Indeed, as we covered earlier on the current state of the Metaverse, many other industry leaders and global brands have invested significant sums into building the infrastructure for this Web 3.0 future, and with millions of people already adopting AR/VR technology and proto-Metaverses into their lives, it’s unlikely for the Metaverse to fail to take off, at least in a more primitive form than what the Oasis envisions.
Unlike the universal model featured in Ready Player One, however, what we’re likely going to see are multiple Metaverses that would hopefully work and communicate with one another, potentially allowing you to transfer your digital assets and property between them. Companies like Meta, Microsoft, Apple, and Google are all competing for their own share in the industry, and if past innovations are anything to go by, it’s unlikely that we’ll see these firms coming together and working on one universal Metaverse. Of course, it’s not impossible for one single Metaverse to take over eventually, but that will take a much longer time than what Web 3.0 enthusiasts have initially expected.

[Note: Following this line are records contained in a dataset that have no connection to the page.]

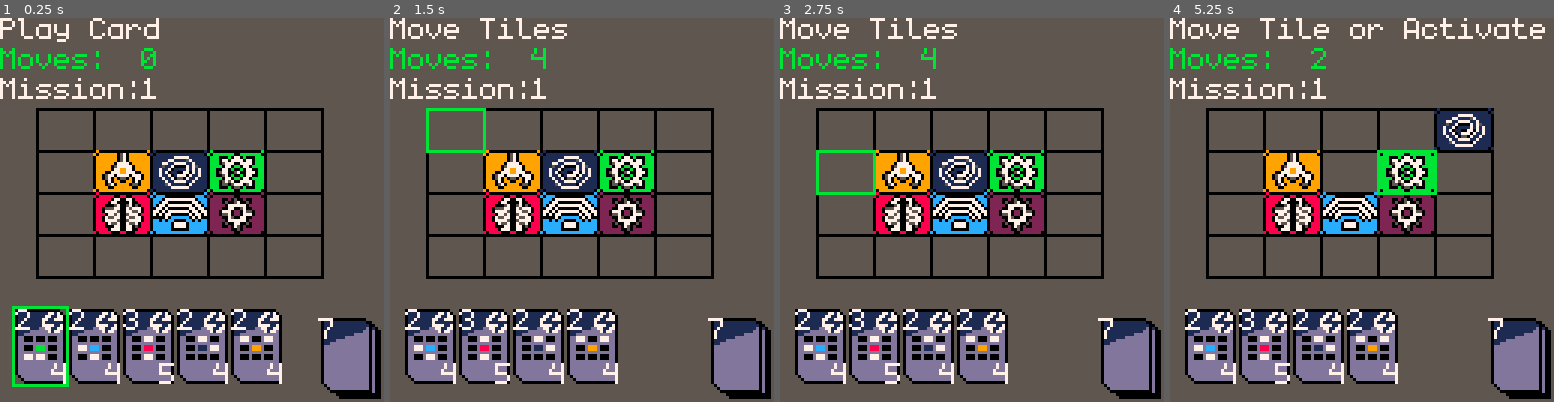
Above: before the commit, frames 1-4 (left to right).
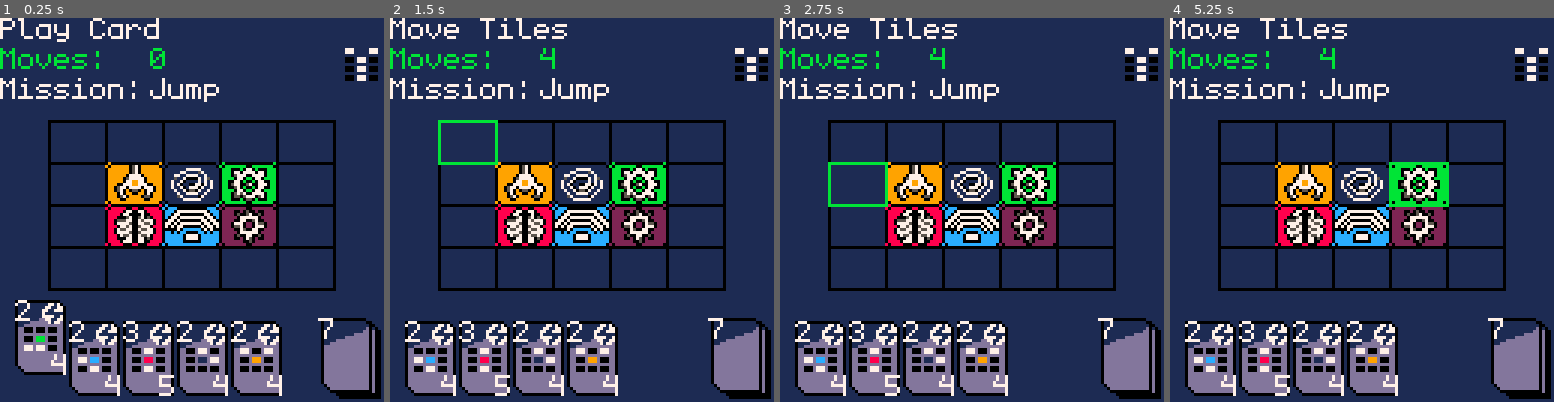
Above: after the commit, the same moments.

Repository: AkuraEx/Pico_Rove
Game: PICO-8 cartridge pico_rove.p8
The game is run twice, just before and just after one commit, with the same random seed, the same clock (stepped at 60 frames per second) and the same inputs.
Inputs:
- Up to frame 1 (0.25 s): no input
- Up to frame 2 (1.5 s): tap O (Z key) at 0.33, 0.7, 1.43 s; tap X (X key) at 1.07 s
- Up to frame 3 (2.75 s): hold Left 1.97-2.37 s; tap X (X key) at 2.07, 2.4, 2.73 s; tap O (Z key) at 2.22 s; hold Down from 2.42 s (still down)
- Up to frame 4 (5.25 s): release Down at 2.82 s; hold Right 2.87-3.53 s; tap X (X key) every 0.33 s from 3.07 to 5.07 s; tap O (Z key) at 3.1, 3.98, 4.87 s; hold Up 3.58-4.08 s; hold Right 4.13-4.53 s; hold Down 4.58-5.08 s; hold Left from 5.13 s (still down)

The runs differ from the first frame. In frame 1, 86% of the frame differs, in the area x 0-100%, y 0-100%; in frame 2, 88%; in frame 3, 88%; in frame 4, 88%.

Commit message:
Card Matching/Valid Path

Diff:
--- a/board.lua
+++ b/board.lua
@@ -1,6 +1,7 @@
 -- Board Class
 board={
     boardState = {},
+    isVisited = {},
 
     -- New Board Object
     new=function(self,tbl)
@@ -15,31 +16,33 @@
     init = function(self)
         for i = 1, 4 do
             self.boardState[i] = {}
+            self.isVisited[i] = {}
             for j = 1, 5 do
             self.boardState[i][j] = boardtile:new({
-                x = 12 + (19 * (j - 1)),
-                y = 30 + (14 * (i - 1)),
+                x = 16 + (19 * (j - 1)),
+                y = 34 + (14 * (i - 1)),
             })
+            self.isVisited[i][j] = false
             end
         end
 
         -- Hardcoded starting values
-        self.boardState[2][2].type = CRANE
+        self.boardState[2][2].type = GRIPPER
         self.boardState[2][2].spr = 64
         self.boardState[2][2].used = 1
         self.boardState[2][3].type = COIL
         self.boardState[2][3].spr = 67
         self.boardState[2][3].used = 1
-        self.boardState[2][4].type = GEAR
+        self.boardState[2][4].type = MOTOR
         self.boardState[2][4].spr = 70
         self.boardState[2][4].used = 1
         self.boardState[3][2].type = BRAIN
         self.boardState[3][2].spr = 96
         self.boardState[3][2].used = 1
-        self.boardState[3][3].type = SIGNAL
+        self.boardState[3][3].type = SENSOR
         self.boardState[3][3].spr = 99
         self.boardState[3][3].used = 1
-        self.boardState[3][4].type = STAR
+        self.boardState[3][4].type = LASER
         self.boardState[3][4].spr = 102
         self.boardState[3][4].used = 1
     end,
@@ -51,7 +54,97 @@
                 self.boardState[i][j]:draw()
             end
         end
+
+        -- draw valid square separately
+        for i = 1, 4 do
+            for j = 1, 5 do
+                if self.boardState[i][j].valid then
+                    self:board_rect(i, j, WHITE, false)
+                end
+            end
+        end
+    end,
+
+    -- Move Tile
+    move_tile = function(self)
+        if self.boardState[b_row_h][b_col_h].valid then
+            -- Very Long Swap Statement
+            self.boardState[b_row_s][b_col_s].type, self.boardState[b_row_h][b_col_h].type = self.boardState[b_row_h][b_col_h].type, self.boardState[b_row_s][b_col_s].type
+            self.boardState[b_row_s][b_col_s].spr, self.boardState[b_row_h][b_col_h].spr = self.boardState[b_row_h][b_col_h].spr, self.boardState[b_row_s][b_col_s].spr
+            self.boardState[b_row_s][b_col_s].used, self.boardState[b_row_h][b_col_h].used = self.boardState[b_row_h][b_col_h].used, self.boardState[b_row_s][b_col_s].used
+            return true
+        end
+
+        return false
+    end,
+
+    -- Recursive Valid Path Function
+    valid_path = function(self, row, col, pass)
+        if row < 1 or row > 4 or col < 1 or col > 5 or self.isVisited[row][col] == true then
+            return
+        end
+
+        local new_pass = pass
+
+        if self.boardState[b_row_s][b_col_s].type == BRAIN and self.boardState[row][col].type == EMPTY and (row == b_row_s or col == b_col_s) then
+            self.boardState[row][col].valid = true
+        elseif self.boardState[b_row_s][b_col_s].type == GRIPPER and self.boardState[row][col].type == EMPTY and (row >= b_row_s - 1 and row <= b_row_s + 1 and col >= b_col_s - 1 and col <= b_col_s + 1) then
+            self.boardState[row][col].valid = true
+        elseif self.boardState[b_row_s][b_col_s].type == LASER and self.boardState[row][col].type == EMPTY and ((row == b_row_s or col == b_col_s) or (row - b_row_s == col - b_col_s)) then
+            self.boardState[row][col].valid = true
+        elseif self.boardState[b_row_s][b_col_s].type == MOTOR and (row == b_row_s or col == b_col_s) and (row >= b_row_s - 1 and row <= b_row_s + 1 and col >= b_col_s - 1 and col <= b_col_s + 1) then
+            self.boardState[row][col].valid = true
+        elseif self.boardState[b_row_s][b_col_s].type == SENSOR and self.boardState[row][col].type == EMPTY and (row - b_row_s == col - b_col_s) then
+            self.boardState[row][col].valid = true
+
+
+        -- Gotta fix this
+        -- Lua giving me trouble with pass by value for some reason
+        elseif self.boardState[b_row_s][b_col_s].type == COIL
+            and self.boardState[row][col].type ~= EMPTY
+            and ((row == b_row_s or col == b_col_s) or (row - b_row_s == col - b_col_s)) then
+            new_pass = true
+        elseif new_pass == true
+            and self.boardState[row][col].type == EMPTY
+            and ((row == b_row_s or col == b_col_s) or (row - b_row_s == col - b_col_s)) then
+            self.boardState[row][col].valid = true
+        end
+
+
+        self.isVisited[row][col] = true
+
+        self:valid_path(row + 1, col, new_pass)
+        self:valid_path(row + 1, col + 1, new_pass)
+        self:valid_path(row + 1, col - 1, new_pass)
+        self:valid_path(row - 1, col, new_pass)
+        self:valid_path(row - 1, col + 1, new_pass)
+        self:valid_path(row - 1, col - 1, new_pass)
+        self:valid_path(row, col - 1, new_pass)
+        self:valid_path(row, col + 1, new_pass)
+    end,
+
+
+    -- Board rect function
+    board_rect = function(self, row, col, color, fill)
+          x = 16 + (19 * (col - 1))
+          y = 34 + (14 * (row - 1))
+          if fill then
+            rectfill(x, y, x + 19, y + 14, color)
+          else
+            rect(x, y, x + 19, y + 14, color)
+          end
+    end,
+
+    -- Visit Reset function
+    visit_reset = function(self)
+        for i = 1, 4 do
+            for j = 1, 5 do
+                self.isVisited[i][j] = false
+                self.boardState[i][j].valid = false
+            end
+        end
     end
+
 
     -- todo
     -- shuffle = function(self)
--- a/boardtile.lua
+++ b/boardtile.lua
@@ -7,6 +7,7 @@
     spr_y = 2,
     type = 0,
     used = 0,
+    valid = false,
 
     new=function(self,tbl)
         tbl = tbl or {}
--- a/card.lua
+++ b/card.lua
@@ -1,12 +1,13 @@
 -- Card Class
 card={
     x = 0,
-    y = 97,
+    y = 100,
     spr = 0,
     spr_x = 2.5,
     spr_y = 3.2,
     value = 0,
     matchValue = 0,
+    cardTitle = "",
     modules = {
         {0, 0, 0},
         {0, 2, 0},
@@ -24,6 +25,11 @@
     draw = function(self, index)
         start = ((index - 1) * 18) + 5
         moduleStart = start + 3
+        if index == c_h and self.y >= 95 then
+            self.y -= 1
+        elseif index ~= c_h and self.y <= 100 then
+            self.y += 1
+        end
         spr(self.spr, start, self.y, self.spr_x, self.spr_y)
         print(self.value, start, self.y, WHITE)
         for i = 0, 2 do
@@ -50,3 +56,52 @@
         return true
     end
 }
+
+
+
+
+
+
+
+-- Mission Card Class - Display only, shows current goal
+missioncard={
+    x = 90,  -- Moved to right side (was 5)
+    y = 0,   -- Keep at top
+    spr = 0,
+    missionName = "",
+    modules = {
+        {0, 0, 0},
+        {0, 0, 0},
+        {0, 0, 0},
+        {0, 0, 0}
+    },
+
+    new=function(self,tbl)
+        tbl = tbl or {}
+        setmetatable(tbl, {
+            __index = self
+        })
+        return tbl
+    end,
+
+    draw = function(self)
+        -- Draw 3x4 pattern - moved right 3 pixels and down 2 pixels
+        for i = 0, 3 do  -- 4 rows
+            for j = 0, 2 do  -- 3 columns
+                rect(self.x + 25 + (4 * j), self.y + 10 + (3 * i),
+                     self.x + 25 + (4 * j) + 2, self.y + 11 + (3 * i),
+                     self.modules[i + 1][j + 1])
+            end
+        end
+    end,
+
+    board_rect = function(self, row, col, color, fill)
+        x = 16 + (19 * (col - 1))
+        y = 34 + (14 * (row - 1))
+        if fill then
+            rectfill(x, y, x + 19, y + 14, color)
+        else
+            rect(x, y, x + 19, y + 14, color)
+        end
+    end
+}
--- a/controls.lua
+++ b/controls.lua
@@ -15,7 +15,7 @@
         move += hand[c_h].value
     end
     deli(hand, c_h)
-    c_h = 1
+    c_h = 0
     card_phase = false
     board_phase = true
     info = "mOVE tILES"
@@ -44,27 +44,32 @@
         info = "mOVE tILE OR aCTIVATE"
         b_col_s = b_col_h
         b_row_s = b_row_h
+
+        -- Draw Valid Path
+        board:valid_path(b_row_s, b_col_s, false)
     -- Press x with module selected
     elseif btnp(5) and b_row_s ~= 0 then
-        -- Very Long Swap Statement
-        board.boardState[b_row_s][b_col_s].type, board.boardState[b_row_h][b_col_h].type = board.boardState[b_row_h][b_col_h].type, board.boardState[b_row_s][b_col_s].type
-        board.boardState[b_row_s][b_col_s].spr, board.boardState[b_row_h][b_col_h].spr = board.boardState[b_row_h][b_col_h].spr, board.boardState[b_row_s][b_col_s].spr
-        board.boardState[b_row_s][b_col_s].used, board.boardState[b_row_h][b_col_h].used = board.boardState[b_row_h][b_col_h].used, board.boardState[b_row_s][b_col_s].used
-        b_row_s = 0
-        b_col_s = 0
-        move -= 1
+
+        -- Valid Move Check
+        if board:move_tile() then
+            b_row_s = 0
+            b_col_s = 0
+            board:visit_reset()
+            move -= 1
+        end
 
         if(move == 0) then
             card_phase = true
             board_phase = false
             info = "pLAY cARD"
+            c_h = 1
         end
     end
-
     -- back out of tile
     if btnp(4) and b_row_s ~= 0 then
         b_row_s = 0
         b_col_s = 0
+        board:visit_reset()
         info = "mOVE tILES"
     end
 end
@@ -77,3 +82,11 @@
 --      deli(hand, c_h)
 --      c_h = 1
 --    end
+
+--
+--   if(deck.cardAmount > 0) then
+--      hand[c_h] = deck:pop()
+--    else
+--      deli(hand, c_h)
+--      c_h = 1
+--    end
--- a/deck.lua
+++ b/deck.lua
@@ -1,9 +1,11 @@
 -- Deck Class
 deck={
     cardAmount = 12,
+    missionCardAmount = 8,
     y = 100,
     x = 106,
     cards = {},
+    missionCards = {},
     spr = 004,
     spr_x = 3,
     spr_y = 4,
@@ -34,6 +36,14 @@
         return card
     end,
 
+    -- pop mission
+    pop_mission = function(self)
+        mission = self.missionCards[self.missionCardAmount]
+        deli(self.missionCards, self.missionCardAmount)
+        self.missionCardAmount -= 1
+        return mission
+    end,
+
     -- shuffle function
     shuffle = function(self)
         for i = self.cardAmount, 2, -1 do
@@ -42,6 +52,14 @@
         end
     end,
 
+    -- shuffle missions function
+    shuffle_missions = function(self)
+        for i = self.missionCardAmount, 2, -1 do
+            j = flr(rnd(i)) + 1
+            self.missionCards[i], self.missionCards[j] = self.missionCards[j], self.missionCards[i]
+        end
+    end,
+
 
     -- All 12 Movement Cards Hardcoded
     init = function(self)
@@ -51,7 +69,7 @@
         matchValue = 5,
         modules = {
             {0, 0, FILLED},
-            {0, STAR, 0},
+            {0, LASER, 0},
             {FILLED, 0, 0}
             }
         }))
@@ -62,7 +80,7 @@
         matchValue = 4,
         modules = {
             {0, FILLED, FILLED},
-            {0, GEAR, 0},
+            {0, MOTOR, 0},
             {0, 0, 0}
             }
         }))
@@ -95,7 +113,7 @@
         matchValue = 4,
         modules = {
             {0, 0, 0},
-            {FILLED, SIGNAL, 0},
+            {FILLED, SENSOR, 0},
             {0, FILLED, 0}
             }
         }))
@@ -116,7 +134,7 @@
         matchValue = 4,
         modules = {
             {FILLED, 0, FILLED},
-            {0, CRANE, 0},
+            {0, GRIPPER, 0},
             {0, 0, 0}
             }
         }))
@@ -149,7 +167,7 @@
         matchValue = 4,
         modules = {
             {0, 0, 0},
-            {0, CRANE, 0},
+            {0, GRIPPER, 0},
             {FILLED, 0, FILLED}
             }
         }))
@@ -160,7 +178,7 @@
         matchValue = 4,
         modules = {
             {0, 0, 0},
-            {0, GEAR, 0},
+            {0, MOTOR, 0},
             {FILLED, FILLED, 0}
             }
         }))
@@ -171,9 +189,102 @@
         matchValue = 5,
         modules = {
             {FILLED, 0, 0},
-            {0, STAR, 0},
+            {0, LASER, 0},
             {0, 0, FILLED}
         }
         }))
+    end,
+
+    -- Initialize Mission Cards
+    init_missions = function(self)
+
+        -- Boost Mission : 1
+        add(self.missionCards, missioncard:new({
+            missionName = "bOOST",
+            modules = {
+                {0, 0, 0},
+                {FILLED, FILLED, 0},
+                {0, FILLED, LASER},
+                {FILLED, FILLED, 0}
+            }
+        }))
+
+        -- Bridge Mission : 2
+        add(self.missionCards, missioncard:new({
+            missionName = "bRIDGE",
+            modules = {
+                {0, 0, FILLED},
+                {0, FILLED, FILLED},
+                {FILLED, GRIPPER, 0},
+                {FILLED, 0, 0}
+            }
+        }))
+
+        -- Drill Mission  : 3
+        add(self.missionCards, missioncard:new({
+            missionName = "dRILL",
+            modules = {
+                {0, 0, 0},
+                {FILLED, FILLED, FILLED},
+                {FILLED, 0, FILLED},
+                {0, MOTOR, 0}
+            }
+        }))
+
+        -- Jump Mission  : 4
+        add(self.missionCards, missioncard:new({
+            missionName = "jUMP",
+            modules = {
+                {FILLED, COIL, FILLED},
+                {0, FILLED, 0},
+                {0, FILLED, 0},
+                {0, FILLED, 0}
+            }
+        }))
+
+        -- Learn Mission  : 5
+        add(self.missionCards, missioncard:new({
+            missionName = "lEARN",
+            modules = {
+                {0, 0, 0},
+                {0, 0, FILLED},
+                {0, FILLED, FILLED},
+                {BRAIN, FILLED, FILLED}
+            }
+        }))
+
+        -- Navigate Mission  : 6
+        add(self.missionCards, missioncard:new({
+            missionName = "nAVIGATE",
+            modules = {
+                {FILLED, 0, 0},
+                {0, SENSOR, 0},
+                {FILLED, 0, FILLED},
+                {FILLED, 0, FILLED}
+            }
+        }))
+
+        -- Roll Mission : 7
+        add(self.missionCards, missioncard:new({
+            missionName = "rOLL",
+            modules = {
+                {0, FILLED, 0},
+                {FILLED, 0, FILLED},
+                {0, BRAIN, 0},
+                {FILLED, 0, FILLED}
+            }
+        }))
+
+        -- Scan Mission : 8
+        add(self.missionCards, missioncard:new({
+            missionName = "sCAN",
+            modules = {
+                {0, FILLED, FILLED},
+                {FILLED, 0, 0},
+                {SENSOR, 0, 0},
+                {0, FILLED, FILLED}
+            }
+        }))
+
     end
 }
--- a/definitions.lua
+++ b/definitions.lua
@@ -26,11 +26,11 @@
 EMPTY = 0
 FILLED = 7
 BRAIN = 8
-CRANE = 9
-GEAR = 11
-SIGNAL = 12
+GRIPPER = 9
+MOTOR = 11
+SENSOR = 12
 COIL = 1
-STAR = 2
+LASER = 2
 
 -- Difficulties
 NORMAL = 5
--- a/helper.lua
+++ b/helper.lua
@@ -5,9 +5,21 @@
 b_col_h = 1
 b_row_s = 0
 b_col_s = 0
+
+movement_step = 0
 mission = 1
 move = 0
 info = "pLAY cARD"
+
+-- Double-selection variables for finishing movement early
+last_select_row = 0
+last_select_col = 0
+last_select_time = 0
+double_click_threshold = 0.5  -- Time window in seconds for double-selection
+
+-- Mission system variables
+mission_deck = nil
+current_mission = nil
 
 function init_actors()
   deck = deck:new()
@@ -24,6 +36,13 @@
   board = board:new()
   board:init()
 
+
+  -- Mission deck initialization
+  mission_deck = deck:new()
+  mission_deck:init_missions()
+  mission_deck:shuffle_missions()
+  current_mission = mission_deck:pop_mission()
+
 end
 
 function update_game()
@@ -35,14 +54,14 @@
 end
 
 function draw_screen()
-    rectfill(0, 0, 127, 127, DARK_GREY)
+    rectfill(0, 0, 127, 127, DARK_BLUE)
 
     -- Game Info
     print(info, 0, 0, WHITE)
     print("mOVES:", 0, 10, GREEN)
-    print(move, 47, 10, GREEN)
+    print(move, 50, 10, GREEN)
     print("mISSION:", 0, 20, WHITE)
-    print(mission, 47, 20, WHITE)
+    print(current_mission.missionName, 50, 20, WHITE)
 
     -- # Means Size in Lua. Weird AF syntax
     for i = 1, #hand do
@@ -53,6 +72,12 @@
 
     deck:draw()
     board:draw()
+
+    -- Draw current mission
+    if current_mission then
+        current_mission:draw()
+    end
+
     high_light()
 end
 
@@ -65,21 +90,77 @@
 end
 
 function high_light()
-    if card_phase then
-      start = ((c_h - 1) * 18) + 4
-      rect(start, hand[c_h].y - 1, start + 18, hand[c_h].y + 25, GREEN)
-    elseif board_phase then
-      x = 12 + (19 * (b_col_h - 1))
-      y = 30 + (14 * (b_row_h - 1))
+    if board_phase then
 
-      rect(x, y, x + 19, y + 14, GREEN)
+        -- Normal cursor highlighting
+        board:board_rect(b_row_h, b_col_h, GREEN, false)
 
-      if(b_col_s ~= 0) then
-        x = 12 + (19 * (b_col_s - 1))
-        y = 30 + (14 * (b_row_s - 1))
+        if b_row_s ~= 0 then
+          board:board_rect(b_row_s, b_col_s, RED, false)
 
-        rect(x, y, x + 19, y + 14, WHITE)
+        end
+    end
+end
+
+-- TODO: Reuse with passed flag to also check mission success after card placement
+-- TODO: Adjust to allow for flexible grid, that'll be a doozy
+
+-- Check if current mission is completed
+-- Mission logic: 6 filled positions + 1 specific module in the 3x4 pattern
+function check_mission_complete()
+  local mission_modules = current_mission.modules
+
+  -- Count filled positions and check for required specific module
+  local filled_count = 0
+  local required_module_found = false
+  local required_module = nil
+
+  -- First pass: identify the required specific module (non-EMPTY, non-FILLED)
+  for i = 1, 4 do
+    for j = 1, 3 do
+      if mission_modules[i][j] ~= EMPTY and mission_modules[i][j] ~= FILLED then
+        required_module = mission_modules[i][j]
+        break
+      end
+    end
+    if required_module then break end
+  end
+
+  -- Second pass: check if pattern exists anywhere on board
+  for start_row = 1, 1 do  -- 4x5 board can fit 3x4 pattern starting at row 1 only
+    for start_col = 1, 3 do  -- Can start at columns 1, 2, or 3
+      filled_count = 0
+      required_module_found = false
+
+      -- Check each position in the 3x4 pattern
+      for pattern_row = 1, 4 do
+        for pattern_col = 1, 3 do
+          local board_row = start_row + pattern_row - 1
+          local board_col = start_col + pattern_col - 1
+          local mission_value = mission_modules[pattern_row][pattern_col]
+          local board_value = board.boardState[board_row][board_col].type
+
+          if mission_value == FILLED then
+            -- Count filled positions
+            if board_value ~= EMPTY then
+              filled_count += 1
+            end
+          elseif mission_value ~= EMPTY then
+            -- Check for specific required module
+            if board_value == mission_value then
+              required_module_found = true
+              filled_count += 1
+            end
+          end
+        end
       end
 
+      -- Check if this position satisfies mission requirements
+      if filled_count >= 6 and (required_module == nil or required_module_found) then
+        return true
+      end
     end
+  end
+
+  return false
 end

When and if that moment comes, possibilities for the Metaverse can be endless. Provided that we manage to develop better VR hardware and it becomes more accessible, a large portion of our lives could very well take place within this digital realm. Over the pandemic, people have already gotten used to shopping online and working remotely, and the Metaverse will only further enhance your experiences in these fields. Through an avatar modelled after yourself, you may be able to walk around a virtual retail store and try on clothes to see how they look on you before making a purchase. You’ll be able to have meetings and collaborative sessions with colleagues in a digital workspace without having to leave the comfort of your own home. For entertainment, you’d be able to engage in sporting activities virtually or sit in a digital theatre together with your friends to enjoy a movie or video game.
All of these things that we’re used to seeing in big Hollywood sci-fi blockbusters will finally become a reality. When will this day come? Some experts predict it to come in the 2030s, but the truth is, no one really knows.